┌────────
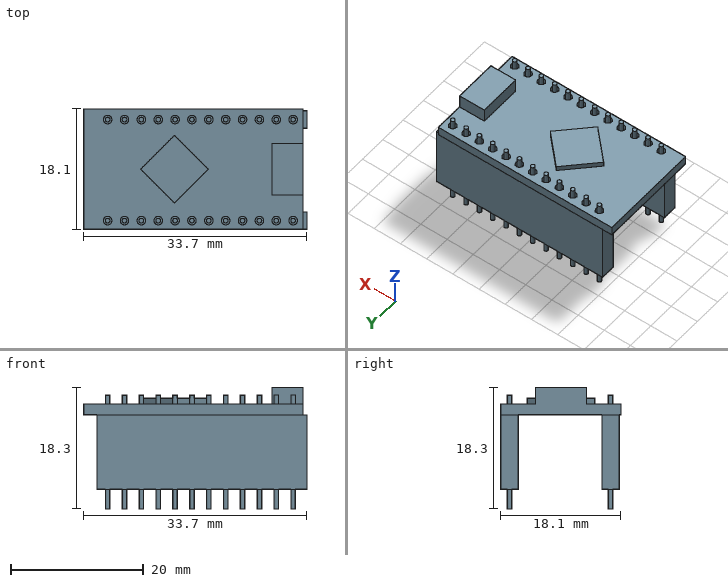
import cadquery as cq

board_length = 33.1
board_width = 18.15
board_thickness = 1.65

chip_side = 7.2
chip_height = 0.88
chip_center_x = 13.68
chip_turn = 45

usb_length = 4.7
usb_width = 7.7
usb_height = 2.5

overall_length = 33.7
header_start_x = 2.0
header_length = overall_length - header_start_x
header_width = 2.65
header_height = 11.22

pin_count = 12
pin_diameter = 0.7
pin_hole_diameter = 1.28
first_pin_x = 3.6
pin_row_length = 27.95
pin_pitch = pin_row_length / (pin_count - 1)
pin_row_spacing = 15.23
pin_length_below = 2.95
pin_length_above_board = 1.3

header_top_z = pin_length_below + header_height
board_top_z = header_top_z + board_thickness
pin_top_z = board_top_z + pin_length_above_board

front_row_y = (header_width - board_width) / 2
row_positions = [front_row_y, front_row_y + pin_row_spacing]


def block(length, width, height, start_x, center_y, bottom_z):
    """Rectangular block from its -X face, its centre line in Y and its lower face."""
    return cq.Workplane("XY").box(length, width, height, centered=(False, True, False)).translate(
        (start_x, center_y, bottom_z)
    )


def pin_points(row_y):
    """Pin axes of one row."""
    return [(first_pin_x + i * pin_pitch, row_y) for i in range(pin_count)]


def make_board():
    """Board with its clearance holes, chip and USB socket as one solid."""
    plate = block(board_length, board_width, board_thickness, 0, 0, header_top_z)
    for row_y in row_positions:
        holes = (
            cq.Workplane("XY", origin=(0, 0, header_top_z))
            .pushPoints(pin_points(row_y))
            .circle(pin_hole_diameter / 2)
            .extrude(board_thickness)
        )
        plate = plate.cut(holes)

    chip = (
        cq.Workplane("XY", origin=(chip_center_x, 0, board_top_z))
        .transformed(rotate=(0, 0, chip_turn))
        .rect(chip_side, chip_side)
        .extrude(chip_height)
    )
    usb_socket = block(usb_length, usb_width, usb_height, board_length - usb_length, 0, board_top_z)
    return plate.union(chip).union(usb_socket).solids()


def make_header(row_y):
    """Header strip with its row of pins as one solid."""
    strip = block(header_length, header_width, header_height, header_start_x, row_y, pin_length_below)
    pins = cq.Workplane("XY").pushPoints(pin_points(row_y)).circle(pin_diameter / 2).extrude(pin_top_z)
    return strip.union(pins).solids()


board = make_board()
headers = [make_header(row_y) for row_y in row_positions]

result = cq.Compound.makeCompound([board.val(), *[header.val() for header in headers]])
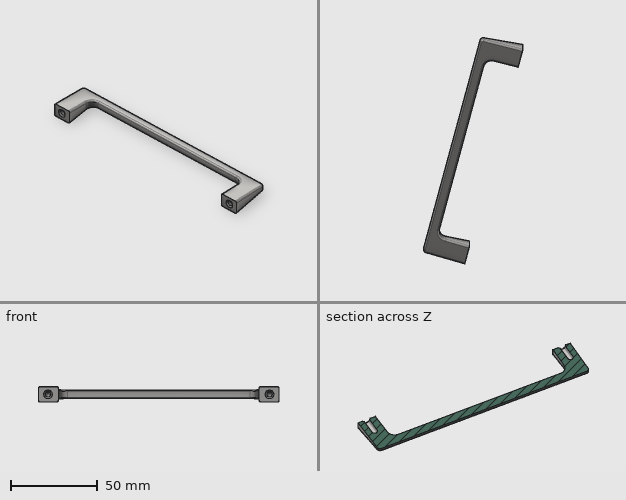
import cadquery as cq
import math

length = 139.0
depth = 25.0
foot_height = 9.0

grip_height = 4.0

foot_width = 11.5
grip_depth = 6.0
leg_draft_angle = 1
outer_radius = 2.0
inner_radius = 5.0
edge_radius = 1.0

bulge_radius = 10.0

hole_spacing = 128.0
hole_diameter = 3.2
countersink_diameter = 5.0
hole_depth = 11.1
drill_point_angle = 118


def drafted_block(foot_length, block_depth):
    """Return a full-height block whose two ends lean inwards away from the feet."""
    half_foot = foot_length / 2
    half_far = half_foot - block_depth * math.tan(math.radians(leg_draft_angle))
    return (
        cq.Workplane("XY")
        .polyline([
            (-half_foot, 0),
            (half_foot, 0),
            (half_far, block_depth),
            (-half_far, block_depth),
        ])
        .close()
        .extrude(foot_height / 2, both=True)
    )


def outer_block():
    """Return the block around the bow, with its two far corners rounded."""
    block = drafted_block(length, depth)
    return block.edges("|Z and >Y").fillet(outer_radius)


def opening():
    """Return the space between the legs, hollowed along the grip to form its bulge."""
    inner_face = depth - grip_depth
    space = drafted_block(length - 2 * foot_width, depth)
    bulge = (
        cq.Workplane("YZ")
        .center(inner_face + bulge_radius, 0)
        .circle(bulge_radius)
        .extrude(length / 2, both=True)
    )
    space = space.cut(bulge)
    inner_corners = space.faces("<X or >X").edges(">Y")
    return inner_corners.fillet(inner_radius)


def taper_wedge():
    """Return the wedge that sets the height of the bow along its depth."""
    return (
        cq.Workplane("YZ")
        .polyline([
            (0, -foot_height / 2),
            (depth, -grip_height / 2),
            (depth, grip_height / 2),
            (0, foot_height / 2),
        ])
        .close()
        .extrude(length / 2, both=True)
    )


def round_sloping_faces(body):
    """Round the border of both sloping faces, except where they meet the feet."""
    face_borders = body.faces("<Z or >Z").edges("not <Y")
    return face_borders.fillet(edge_radius)


def drill_screw_holes(body):
    """Drill a countersunk blind hole with a conical end into the middle of each foot."""
    countersink_depth = (countersink_diameter - hole_diameter) / 2
    point_depth = hole_diameter / 2 / math.tan(math.radians(drill_point_angle / 2))
    drill = (
        cq.Workplane("XY")
        .polyline([
            (0, 0),
            (countersink_diameter / 2, 0),
            (hole_diameter / 2, countersink_depth),
            (hole_diameter / 2, hole_depth),
            (0, hole_depth + point_depth),
        ])
        .close()
        .revolve(360, (0, 0, 0), (0, 1, 0))
    )
    for side in (-1, 1):
        body = body.cut(drill.translate((side * hole_spacing / 2, 0, 0)))
    return body


bow = outer_block().cut(opening()).intersect(taper_wedge())
result = drill_screw_holes(round_sloping_faces(bow))
└────────
* **What is expected**: Could you return the listing above exactly, minus its pictures?

* **Exercise result**:
import cadquery as cq

board_length = 33.1
board_width = 18.15
board_thickness = 1.65

chip_side = 7.2
chip_height = 0.88
chip_center_x = 13.68
chip_turn = 45

usb_length = 4.7
usb_width = 7.7
usb_height = 2.5

overall_length = 33.7
header_start_x = 2.0
header_length = overall_length - header_start_x
header_width = 2.65
header_height = 11.22

pin_count = 12
pin_diameter = 0.7
pin_hole_diameter = 1.28
first_pin_x = 3.6
pin_row_length = 27.95
pin_pitch = pin_row_length / (pin_count - 1)
pin_row_spacing = 15.23
pin_length_below = 2.95
pin_length_above_board = 1.3

header_top_z = pin_length_below + header_height
board_top_z = header_top_z + board_thickness
pin_top_z = board_top_z + pin_length_above_board

front_row_y = (header_width - board_width) / 2
row_positions = [front_row_y, front_row_y + pin_row_spacing]


def block(length, width, height, start_x, center_y, bottom_z):
    """Rectangular block from its -X face, its centre line in Y and its lower face."""
    return cq.Workplane("XY").box(length, width, height, centered=(False, True, False)).translate(
        (start_x, center_y, bottom_z)
    )


def pin_points(row_y):
    """Pin axes of one row."""
    return [(first_pin_x + i * pin_pitch, row_y) for i in range(pin_count)]


def make_board():
    """Board with its clearance holes, chip and USB socket as one solid."""
    plate = block(board_length, board_width, board_thickness, 0, 0, header_top_z)
    for row_y in row_positions:
        holes = (
            cq.Workplane("XY", origin=(0, 0, header_top_z))
            .pushPoints(pin_points(row_y))
            .circle(pin_hole_diameter / 2)
            .extrude(board_thickness)
        )
        plate = plate.cut(holes)

    chip = (
        cq.Workplane("XY", origin=(chip_center_x, 0, board_top_z))
        .transformed(rotate=(0, 0, chip_turn))
        .rect(chip_side, chip_side)
        .extrude(chip_height)
    )
    usb_socket = block(usb_length, usb_width, usb_height, board_length - usb_length, 0, board_top_z)
    return plate.union(chip).union(usb_socket).solids()


def make_header(row_y):
    """Header strip with its row of pins as one solid."""
    strip = block(header_length, header_width, header_height, header_start_x, row_y, pin_length_below)
    pins = cq.Workplane("XY").pushPoints(pin_points(row_y)).circle(pin_diameter / 2).extrude(pin_top_z)
    return strip.union(pins).solids()


board = make_board()
headers = [make_header(row_y) for row_y in row_positions]

result = cq.Compound.makeCompound([board.val(), *[header.val() for header in headers]])
import cadquery as cq
import math

length = 139.0
depth = 25.0
foot_height = 9.0

grip_height = 4.0

foot_width = 11.5
grip_depth = 6.0
leg_draft_angle = 1
outer_radius = 2.0
inner_radius = 5.0
edge_radius = 1.0

bulge_radius = 10.0

hole_spacing = 128.0
hole_diameter = 3.2
countersink_diameter = 5.0
hole_depth = 11.1
drill_point_angle = 118


def drafted_block(foot_length, block_depth):
    """Return a full-height block whose two ends lean inwards away from the feet."""
    half_foot = foot_length / 2
    half_far = half_foot - block_depth * math.tan(math.radians(leg_draft_angle))
    return (
        cq.Workplane("XY")
        .polyline([
            (-half_foot, 0),
            (half_foot, 0),
            (half_far, block_depth),
            (-half_far, block_depth),
        ])
        .close()
        .extrude(foot_height / 2, both=True)
    )


def outer_block():
    """Return the block around the bow, with its two far corners rounded."""
    block = drafted_block(length, depth)
    return block.edges("|Z and >Y").fillet(outer_radius)


def opening():
    """Return the space between the legs, hollowed along the grip to form its bulge."""
    inner_face = depth - grip_depth
    space = drafted_block(length - 2 * foot_width, depth)
    bulge = (
        cq.Workplane("YZ")
        .center(inner_face + bulge_radius, 0)
        .circle(bulge_radius)
        .extrude(length / 2, both=True)
    )
    space = space.cut(bulge)
    inner_corners = space.faces("<X or >X").edges(">Y")
    return inner_corners.fillet(inner_radius)


def taper_wedge():
    """Return the wedge that sets the height of the bow along its depth."""
    return (
        cq.Workplane("YZ")
        .polyline([
            (0, -foot_height / 2),
            (depth, -grip_height / 2),
            (depth, grip_height / 2),
            (0, foot_height / 2),
        ])
        .close()
        .extrude(length / 2, both=True)
    )


def round_sloping_faces(body):
    """Round the border of both sloping faces, except where they meet the feet."""
    face_borders = body.faces("<Z or >Z").edges("not <Y")
    return face_borders.fillet(edge_radius)


def drill_screw_holes(body):
    """Drill a countersunk blind hole with a conical end into the middle of each foot."""
    countersink_depth = (countersink_diameter - hole_diameter) / 2
    point_depth = hole_diameter / 2 / math.tan(math.radians(drill_point_angle / 2))
    drill = (
        cq.Workplane("XY")
        .polyline([
            (0, 0),
            (countersink_diameter / 2, 0),
            (hole_diameter / 2, countersink_depth),
            (hole_diameter / 2, hole_depth),
            (0, hole_depth + point_depth),
        ])
        .close()
        .revolve(360, (0, 0, 0), (0, 1, 0))
    )
    for side in (-1, 1):
        body = body.cut(drill.translate((side * hole_spacing / 2, 0, 0)))
    return body


bow = outer_block().cut(opening()).intersect(taper_wedge())
result = drill_screw_holes(round_sloping_faces(bow))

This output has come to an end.